> **What is being asked**: Among the entries, which lines carry the string "shown"? Copy every one.

[Data records]
■ ■ ■ ■

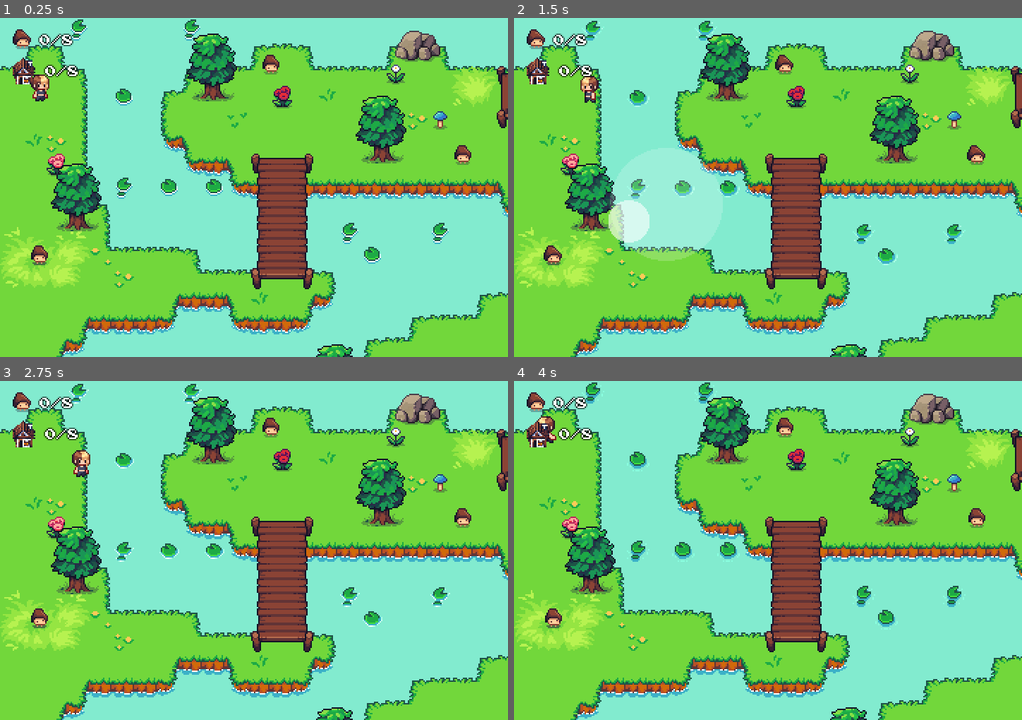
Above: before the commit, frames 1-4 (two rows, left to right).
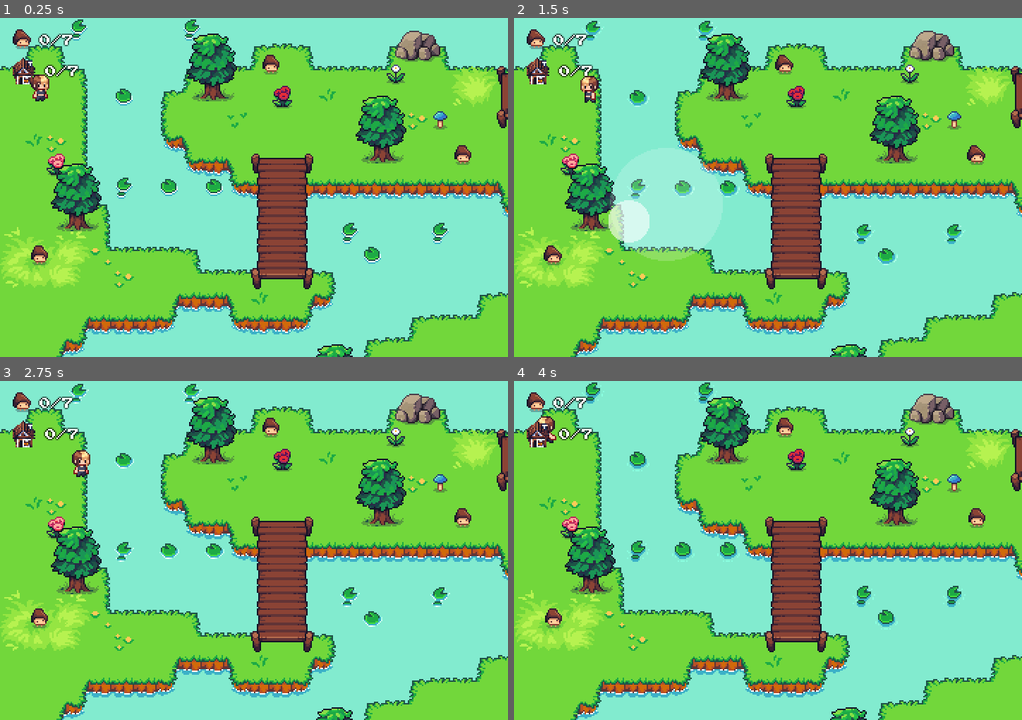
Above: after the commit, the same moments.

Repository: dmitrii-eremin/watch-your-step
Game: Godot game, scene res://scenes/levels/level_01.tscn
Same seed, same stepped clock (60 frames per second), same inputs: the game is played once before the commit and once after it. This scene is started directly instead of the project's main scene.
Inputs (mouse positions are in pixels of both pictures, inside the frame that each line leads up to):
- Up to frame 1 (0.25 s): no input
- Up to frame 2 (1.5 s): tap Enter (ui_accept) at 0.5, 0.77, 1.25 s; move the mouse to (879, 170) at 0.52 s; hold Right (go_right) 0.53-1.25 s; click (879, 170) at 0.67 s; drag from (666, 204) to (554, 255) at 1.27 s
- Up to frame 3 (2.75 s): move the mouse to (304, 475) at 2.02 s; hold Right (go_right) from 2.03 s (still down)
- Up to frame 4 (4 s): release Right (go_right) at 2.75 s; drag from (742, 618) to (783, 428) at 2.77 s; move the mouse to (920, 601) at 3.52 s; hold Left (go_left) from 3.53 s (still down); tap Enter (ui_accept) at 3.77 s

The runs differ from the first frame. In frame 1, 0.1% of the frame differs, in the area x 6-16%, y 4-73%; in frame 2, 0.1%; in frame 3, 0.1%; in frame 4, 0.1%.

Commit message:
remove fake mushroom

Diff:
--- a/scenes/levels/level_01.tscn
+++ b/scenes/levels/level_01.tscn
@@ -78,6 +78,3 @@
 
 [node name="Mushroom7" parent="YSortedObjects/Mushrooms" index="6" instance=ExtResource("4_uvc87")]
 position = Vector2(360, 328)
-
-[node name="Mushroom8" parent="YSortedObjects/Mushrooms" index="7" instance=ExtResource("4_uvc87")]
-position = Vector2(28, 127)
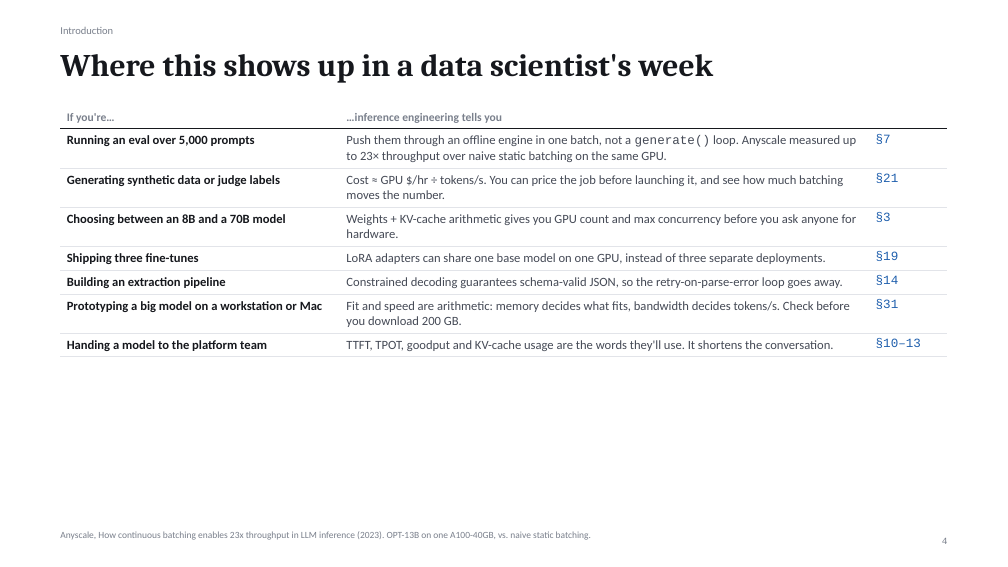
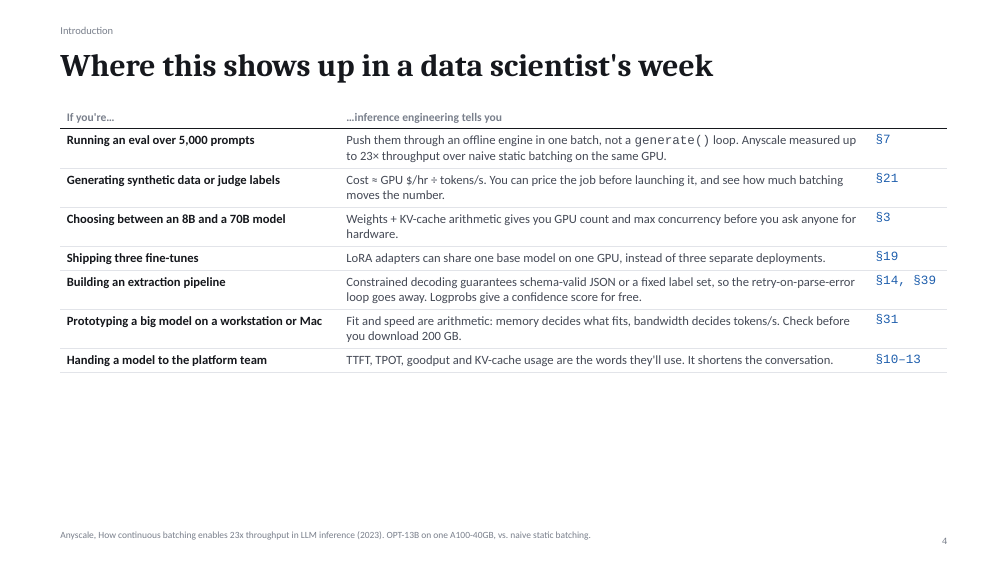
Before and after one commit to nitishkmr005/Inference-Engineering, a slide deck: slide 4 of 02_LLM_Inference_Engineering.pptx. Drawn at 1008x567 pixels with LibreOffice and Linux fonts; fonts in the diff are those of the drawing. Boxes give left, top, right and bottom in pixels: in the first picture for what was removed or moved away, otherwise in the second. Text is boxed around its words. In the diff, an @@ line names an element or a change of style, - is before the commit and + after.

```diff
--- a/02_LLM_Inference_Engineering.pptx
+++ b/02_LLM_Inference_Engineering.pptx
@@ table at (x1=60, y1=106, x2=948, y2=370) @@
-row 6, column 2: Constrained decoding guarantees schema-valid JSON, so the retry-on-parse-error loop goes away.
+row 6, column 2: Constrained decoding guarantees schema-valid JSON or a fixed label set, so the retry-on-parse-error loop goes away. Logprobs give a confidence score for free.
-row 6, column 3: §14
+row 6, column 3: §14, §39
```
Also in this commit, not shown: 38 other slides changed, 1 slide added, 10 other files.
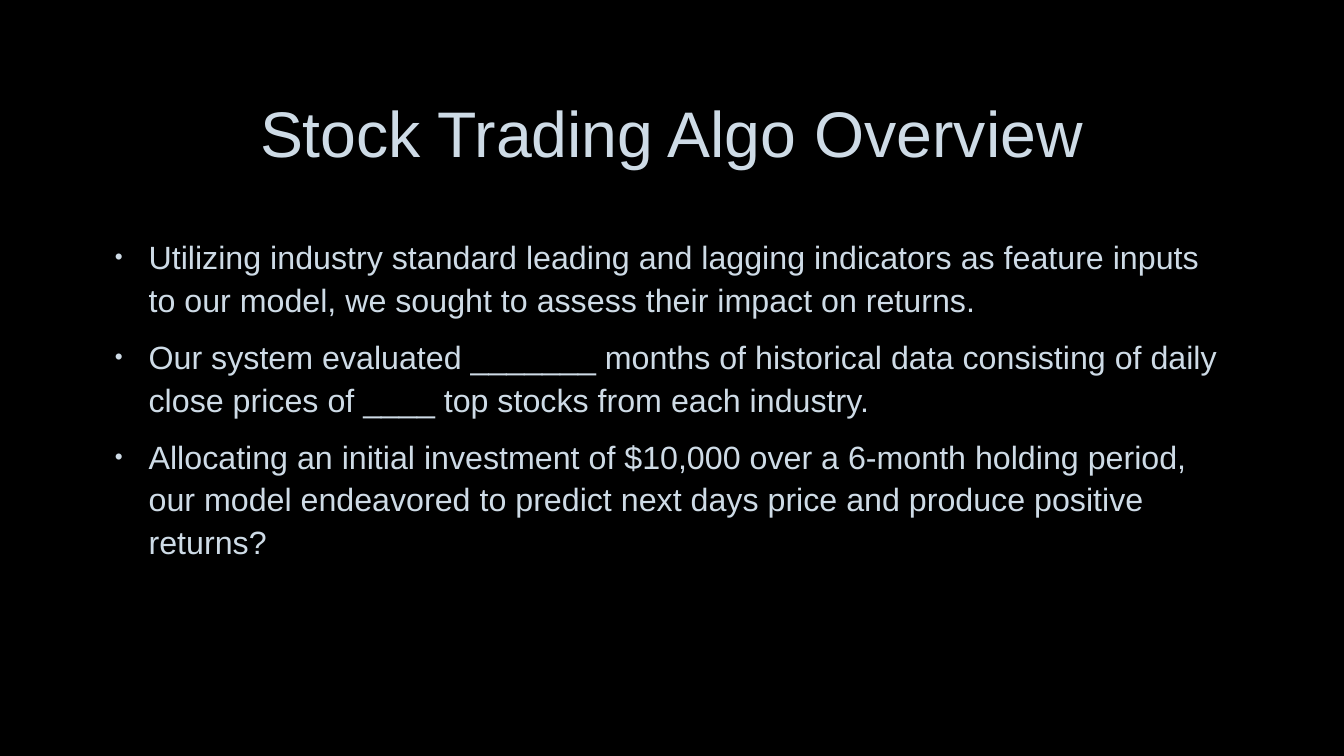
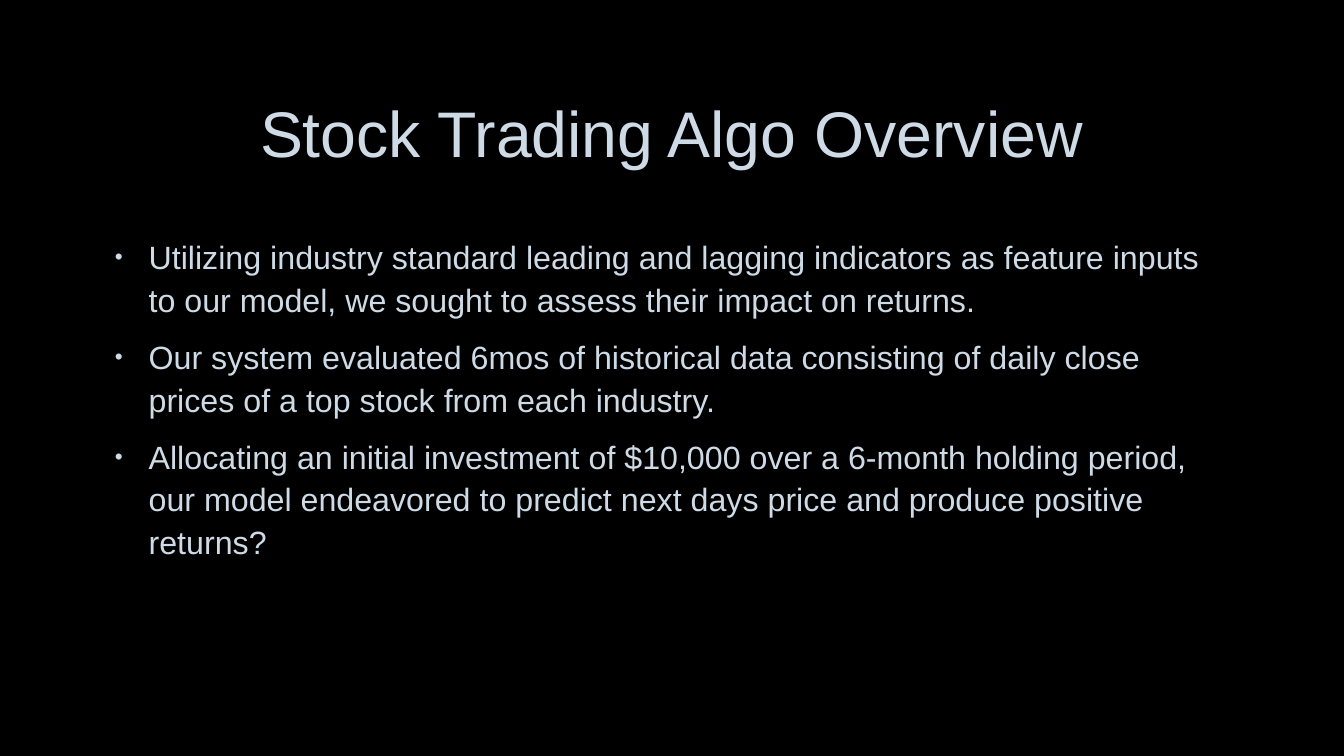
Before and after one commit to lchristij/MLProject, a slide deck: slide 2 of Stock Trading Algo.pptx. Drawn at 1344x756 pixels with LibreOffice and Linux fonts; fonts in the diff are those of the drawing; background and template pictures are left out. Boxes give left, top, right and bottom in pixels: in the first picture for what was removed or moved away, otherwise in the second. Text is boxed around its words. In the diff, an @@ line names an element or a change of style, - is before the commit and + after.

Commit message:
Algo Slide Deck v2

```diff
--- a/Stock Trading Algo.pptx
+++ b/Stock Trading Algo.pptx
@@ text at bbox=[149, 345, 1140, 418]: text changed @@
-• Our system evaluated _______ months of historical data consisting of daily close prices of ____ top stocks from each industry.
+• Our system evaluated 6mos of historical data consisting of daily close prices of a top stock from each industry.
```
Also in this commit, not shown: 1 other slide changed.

■ ■ ■ ■

> **Answer for the task**:
Also in this commit, not shown: 38 other slides changed, 1 slide added, 10 other files.
Also in this commit, not shown: 1 other slide changed.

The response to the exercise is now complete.